_Work instructions:_
The line containing "top_x = OUTER_RADIUS * math.sin(slope)" marks the end; return exactly every line from the start of the records up to and including it, but no pictures.

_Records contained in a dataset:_
===

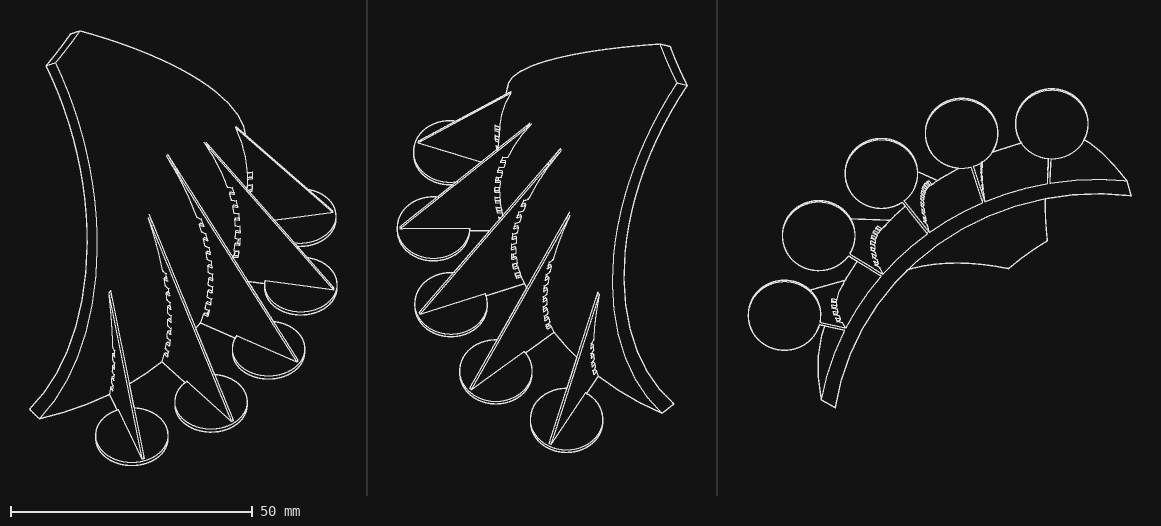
import cadquery as cq
import math

OUTER_RADIUS = 60.0
SHELL_THICKNESS = 3.0
CENTRE_HEIGHT = 14.95

WEDGE_TILT = 45.0
WEDGE_HALF_ANGLE = 30.0
WEDGE_TIP_HALF_WIDTH = 5.1
WEDGE_TIP_OFFSET = 19.4

FAN_AXIS_X = 20.3
FAN_STEP_ANGLE = 20.0
FOOT_FAN_RADIUS = 54.0
INTERMEDIATE_SHIFT = 0.25
FOOT_RADIUS = 7.5
FOOT_THICKNESS = 1.0
FIN_THICKNESS = 0.5
FIN_END_MARGIN = 0.6

GAP_DEPTH = 1.0
GAP_PITCH = 4.0
GAP_HEIGHT = GAP_PITCH / 2
FIRST_GAP_HEIGHT = 3.1

SUPPORTS = [
    (-2, 0, 4),
    (-1, INTERMEDIATE_SHIFT, 7),
    (0, 0, 8),
    (1, INTERMEDIATE_SHIFT, 7),
    (2, 0, 4),
]

INNER_RADIUS = OUTER_RADIUS - SHELL_THICKNESS
MIDDLE_RADIUS = OUTER_RADIUS - SHELL_THICKNESS / 2
SLAB_SIZE = 4 * OUTER_RADIUS


def ball(radius):
    return cq.Workplane("XY").sphere(radius).translate((0, 0, CENTRE_HEIGHT))


def trimming_wedge():
    """Arrowhead prism; the sketch x is world Y and the sketch y is square to the sweep."""
    reach = 2 * OUTER_RADIUS
    tilt = math.radians(WEDGE_TILT)
    flare = (WEDGE_TIP_OFFSET + reach) * math.tan(math.radians(WEDGE_HALF_ANGLE))
    base_half_width = WEDGE_TIP_HALF_WIDTH + flare
    sketch_plane = cq.Plane(
        origin=(0, 0, CENTRE_HEIGHT),
        xDir=(0, 1, 0),
        normal=(math.cos(tilt), 0, math.sin(tilt)),
    )
    arrowhead = [
        (-base_half_width, -reach),
        (base_half_width, -reach),
        (WEDGE_TIP_HALF_WIDTH, WEDGE_TIP_OFFSET),
        (-WEDGE_TIP_HALF_WIDTH, WEDGE_TIP_OFFSET),
    ]
    return cq.Workplane(sketch_plane).polyline(arrowhead).close().extrude(reach)


def make_shell():
    above_ground = cq.Workplane("XY").box(SLAB_SIZE, SLAB_SIZE, SLAB_SIZE, centered=(True, True, False))
    return ball(OUTER_RADIUS).cut(ball(INNER_RADIUS)).intersect(trimming_wedge()).intersect(above_ground)


def fin_blank():
    """Plate in the XZ plane whose sloping edge is tangent to the outside of the shell."""
    end_x = FAN_AXIS_X + FOOT_FAN_RADIUS + FOOT_RADIUS - FIN_END_MARGIN
    rise_to_centre = CENTRE_HEIGHT - FOOT_THICKNESS
    slope = math.asin(OUTER_RADIUS / math.hypot(end_x, rise_to_centre)) + math.atan2(rise_to_centre, end_x)
    top_x = OUTER_RADIUS * math.sin(slope)
    top_z = CENTRE_HEIGHT + OUTER_RADIUS * math.cos(slope)
    profile = [(top_x, 0), (end_x, 0), (end_x, FOOT_THICKNESS), (top_x, top_z)]
    return cq.Workplane("XZ").polyline(profile).close().extrude(FIN_THICKNESS / 2, both=True)


def edge_gaps(count):
    """Slices of a ball slightly larger than the shell, one for each gap."""
    slabs = cq.Workplane("XY")
    for index in range(count):
        slab = cq.Workplane("XY").box(SLAB_SIZE, SLAB_SIZE, GAP_HEIGHT, centered=(True, True, False))
        slabs = slabs.add(slab.translate((0, 0, FIRST_GAP_HEIGHT + index * GAP_PITCH)))
    return slabs.combine().intersect(ball(OUTER_RADIUS + GAP_DEPTH))


def make_support(position, outward_shift, gap_count):
    foot = (
        cq.Workplane("XY")
        .center(FAN_AXIS_X + FOOT_FAN_RADIUS, 0)
        .circle(FOOT_RADIUS)
        .extrude(FOOT_THICKNESS)
    )
    angle = position * FAN_STEP_ANGLE

    def place(body):
        shifted = body.translate((outward_shift, 0, 0))
        return shifted.rotate((FAN_AXIS_X, 0, 0), (FAN_AXIS_X, 0, 1), angle)

    fin = place(fin_blank()).cut(ball(MIDDLE_RADIUS)).cut(edge_gaps(gap_count))
    return fin.union(place(foot))


result = make_shell()
for position, outward_shift, gap_count in SUPPORTS:
    result = result.union(make_support(position, outward_shift, gap_count))
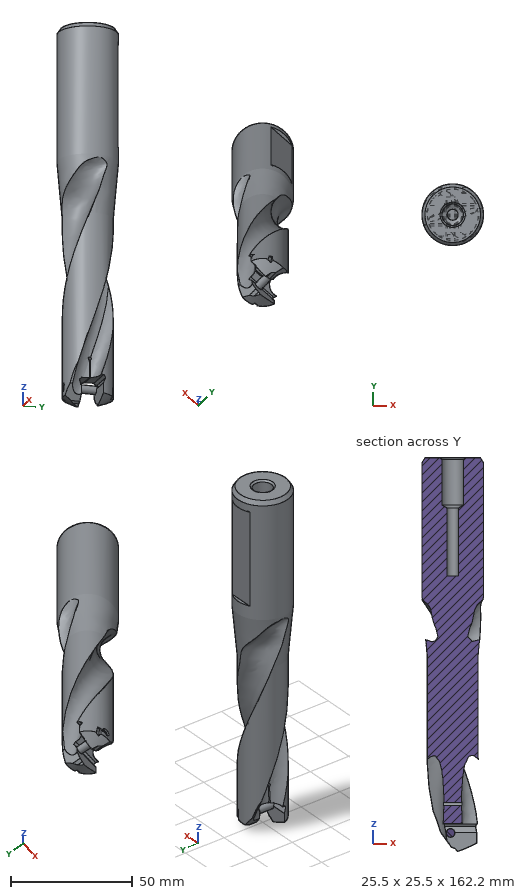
import cadquery as cq
import math

total_height = 162.2
shank_diameter = 25.5
shank_radius = shank_diameter / 2
shank_bottom = 105.1
shank_chamfer_width = 1.3
shank_chamfer_height = 2.0

body_radius = 10.5
neck_bottom = 80.5
point_outer_height = 3.4
point_inner_radius = 4.0

flat_bottom = 111.3
flat_top = 156.5
flat_depth = 1.5

mouth_radius = 5.2
bore_radius = 4.4
bore_depth = 19.5
bore_point_angle = 118.0
channel_radius = 2.3
channel_bottom = 113.5

flute_count = 2
flute_start = -4.9
flute_end = 88.6
flute_exit_end = 106.5
flute_stations = 13
exit_stations = 4
core_radius = 3.7
tip_center_angle = -221.0
tip_half_angle = 30.0
center_twist = 2.034
half_angle_growth = 0.1603
exit_extra_turn = 17.0

relief_top = 22.7
relief_profile = [
    (-2.0, 0),
    (-1.0, 1.1),
    (0.57, 1.8),
    (5.0, 8.0),
    (6.7, 13.0),
    (body_radius, relief_top),
]

slot_half_width = 3.5
slot_wide_half_width = 4.7
slot_top_half_width = 3.7
slot_straight_top = 7.8
slot_wide_height = 10.2
slot_top = 11.4

slit_width = 0.5
slit_y = -0.3
slit_hole_radius = 0.6
slit_hole_height = 19.6

notch_left = -5.7
notch_top_left = -5.0
notch_root = -3.7
notch_right = -3.1
notch_top = 7.6
notch_floor_top = 9.2
notch_floor_bottom = 8.5

screw_x = -0.9
screw_height = 7.6
screw_radius = 1.8
screw_head_y = -9.7
screw_end_y = 7.3
socket_radius = 1.3
socket_depth = 1.6

cut_margin = 8.1


def half_turn_copies(cutter):
    """The cutter and its copies evenly spaced around the Z axis."""
    step = 360.0 / flute_count
    return [cutter.rotate((0, 0, 0), (0, 0, 1), step * i) for i in range(flute_count)]


def blank():
    """Turned outline of shank, tapered neck, body and drill point."""
    outline = [
        (0, 0),
        (point_inner_radius, 0),
        (body_radius, point_outer_height),
        (body_radius, neck_bottom),
        (shank_radius, shank_bottom),
        (shank_radius, total_height - shank_chamfer_height),
        (shank_radius - shank_chamfer_width, total_height),
        (0, total_height),
    ]
    return cq.Workplane("XZ").polyline(outline).close().revolve(360, (0, 0), (0, 1))


def weldon_flat():
    flat_length = flat_top - flat_bottom
    return cq.Workplane("XY").box(
        shank_diameter, shank_radius, flat_length, centered=(True, False, False)
    ).translate((0, shank_radius - flat_depth, flat_bottom))


def coolant_bore():
    """Chamfered blind bore with a conical floor and a narrower channel below it."""
    floor = total_height - bore_depth
    cone_slope = math.tan(math.radians(90 - bore_point_angle / 2))
    outline = [
        (0, channel_bottom),
        (channel_radius, channel_bottom),
        (channel_radius, floor - (bore_radius - channel_radius) * cone_slope),
        (bore_radius, floor),
        (bore_radius, total_height - (mouth_radius - bore_radius)),
        (mouth_radius, total_height),
        (0, total_height),
    ]
    return cq.Workplane("XZ").polyline(outline).close().revolve(360, (0, 0), (0, 1))


def flute_section(height, root_radius, extra_turn=0.0):
    """Circle whose innermost point is at root_radius and whose chord spans the flute opening."""
    half_angle = math.radians(tip_half_angle + half_angle_growth * height)
    edge_x = body_radius * math.cos(half_angle)
    edge_y = body_radius * math.sin(half_angle)
    chord_depth = edge_x - core_radius
    radius = (chord_depth**2 + edge_y**2) / (2 * chord_depth)
    turn = math.radians(tip_center_angle + center_twist * height + extra_turn)
    distance = root_radius + radius
    center = cq.Vector(distance * math.cos(turn), distance * math.sin(turn), height)
    return cq.Wire.makeCircle(radius, center, cq.Vector(0, 0, 1))


def flute():
    """Loft of turning circles that keep to the core, then climb out through the neck."""
    sections = []
    for i in range(flute_stations):
        height = flute_start + (flute_end - flute_start) * i / (flute_stations - 1)
        sections.append(flute_section(height, core_radius))
    for i in range(1, exit_stations + 1):
        travel = i / exit_stations
        height = flute_end + (flute_exit_end - flute_end) * travel
        root_radius = core_radius + (shank_radius - core_radius) * travel
        sections.append(flute_section(height, root_radius, exit_extra_turn * travel))
    return cq.Workplane(cq.Solid.makeLoft(sections))


def point_relief():
    """Prism that relieves the inner corner and the cutting side of the -Y land."""
    far_x = body_radius + cut_margin
    below = [(far_x, relief_top), (far_x, -cut_margin), (relief_profile[0][0], -cut_margin)]
    outline = relief_profile + below
    return cq.Workplane("XZ").polyline(outline).close().extrude(far_x)


def insert_slot():
    """Slot with flared upper walls and a narrowed top."""
    right_side = [
        (slot_half_width, -cut_margin),
        (slot_half_width, slot_straight_top),
        (slot_wide_half_width, slot_wide_height),
        (slot_top_half_width, slot_top),
    ]
    left_side = [(-y, z) for y, z in reversed(right_side)]
    return cq.Workplane("YZ").polyline(right_side + left_side).close().extrude(shank_diameter, both=True)


def clamping_slit():
    slit_length = slit_hole_height - slot_straight_top
    slit = cq.Workplane("XY").box(
        shank_diameter, slit_width, slit_length, centered=(True, True, False)
    ).translate((0, slit_y, slot_straight_top))
    hole = cq.Workplane("YZ").center(slit_y, slit_hole_height).circle(slit_hole_radius)
    return slit.union(hole.extrude(shank_diameter, both=True))


def rim_notch():
    """Tapered groove in the rim of the -Y land, deepest at the tip."""

    def section(height, left_x, root_y):
        outer_y = -body_radius - cut_margin
        corners = [(left_x, outer_y), (left_x, root_y), (notch_root, root_y), (notch_right, outer_y)]
        return cq.Wire.makePolygon([cq.Vector(x, y, height) for x, y in corners], close=True)

    bottom = section(0, notch_left, -notch_floor_bottom)
    top = section(notch_top, notch_top_left, -notch_floor_top)
    return cq.Workplane(cq.Solid.makeLoft([bottom, top], True))


def rod_along_y(radius, start_y, end_y):
    plane = cq.Plane(origin=(screw_x, start_y, screw_height), xDir=(1, 0, 0), normal=(0, 1, 0))
    return cq.Workplane(plane).circle(radius).extrude(end_y - start_y)


def make_holder():
    holder = blank().cut(weldon_flat()).cut(coolant_bore())
    for cutter in (flute(), point_relief(), rim_notch()):
        for copy in half_turn_copies(cutter):
            holder = holder.cut(copy)
    holder = holder.cut(insert_slot()).cut(clamping_slit())
    return holder.cut(rod_along_y(screw_radius, -shank_radius, screw_end_y))


def make_screw():
    screw = rod_along_y(screw_radius, screw_head_y, screw_end_y)
    return screw.cut(rod_along_y(socket_radius, screw_head_y, screw_head_y + socket_depth))


holder = make_holder()
screw = make_screw()
result = cq.Compound.makeCompound([holder.val(), screw.val()])

===

_Answer:_
import cadquery as cq
import math

OUTER_RADIUS = 60.0
SHELL_THICKNESS = 3.0
CENTRE_HEIGHT = 14.95

WEDGE_TILT = 45.0
WEDGE_HALF_ANGLE = 30.0
WEDGE_TIP_HALF_WIDTH = 5.1
WEDGE_TIP_OFFSET = 19.4

FAN_AXIS_X = 20.3
FAN_STEP_ANGLE = 20.0
FOOT_FAN_RADIUS = 54.0
INTERMEDIATE_SHIFT = 0.25
FOOT_RADIUS = 7.5
FOOT_THICKNESS = 1.0
FIN_THICKNESS = 0.5
FIN_END_MARGIN = 0.6

GAP_DEPTH = 1.0
GAP_PITCH = 4.0
GAP_HEIGHT = GAP_PITCH / 2
FIRST_GAP_HEIGHT = 3.1

SUPPORTS = [
    (-2, 0, 4),
    (-1, INTERMEDIATE_SHIFT, 7),
    (0, 0, 8),
    (1, INTERMEDIATE_SHIFT, 7),
    (2, 0, 4),
]

INNER_RADIUS = OUTER_RADIUS - SHELL_THICKNESS
MIDDLE_RADIUS = OUTER_RADIUS - SHELL_THICKNESS / 2
SLAB_SIZE = 4 * OUTER_RADIUS


def ball(radius):
    return cq.Workplane("XY").sphere(radius).translate((0, 0, CENTRE_HEIGHT))


def trimming_wedge():
    """Arrowhead prism; the sketch x is world Y and the sketch y is square to the sweep."""
    reach = 2 * OUTER_RADIUS
    tilt = math.radians(WEDGE_TILT)
    flare = (WEDGE_TIP_OFFSET + reach) * math.tan(math.radians(WEDGE_HALF_ANGLE))
    base_half_width = WEDGE_TIP_HALF_WIDTH + flare
    sketch_plane = cq.Plane(
        origin=(0, 0, CENTRE_HEIGHT),
        xDir=(0, 1, 0),
        normal=(math.cos(tilt), 0, math.sin(tilt)),
    )
    arrowhead = [
        (-base_half_width, -reach),
        (base_half_width, -reach),
        (WEDGE_TIP_HALF_WIDTH, WEDGE_TIP_OFFSET),
        (-WEDGE_TIP_HALF_WIDTH, WEDGE_TIP_OFFSET),
    ]
    return cq.Workplane(sketch_plane).polyline(arrowhead).close().extrude(reach)


def make_shell():
    above_ground = cq.Workplane("XY").box(SLAB_SIZE, SLAB_SIZE, SLAB_SIZE, centered=(True, True, False))
    return ball(OUTER_RADIUS).cut(ball(INNER_RADIUS)).intersect(trimming_wedge()).intersect(above_ground)


def fin_blank():
    """Plate in the XZ plane whose sloping edge is tangent to the outside of the shell."""
    end_x = FAN_AXIS_X + FOOT_FAN_RADIUS + FOOT_RADIUS - FIN_END_MARGIN
    rise_to_centre = CENTRE_HEIGHT - FOOT_THICKNESS
    slope = math.asin(OUTER_RADIUS / math.hypot(end_x, rise_to_centre)) + math.atan2(rise_to_centre, end_x)
    top_x = OUTER_RADIUS * math.sin(slope)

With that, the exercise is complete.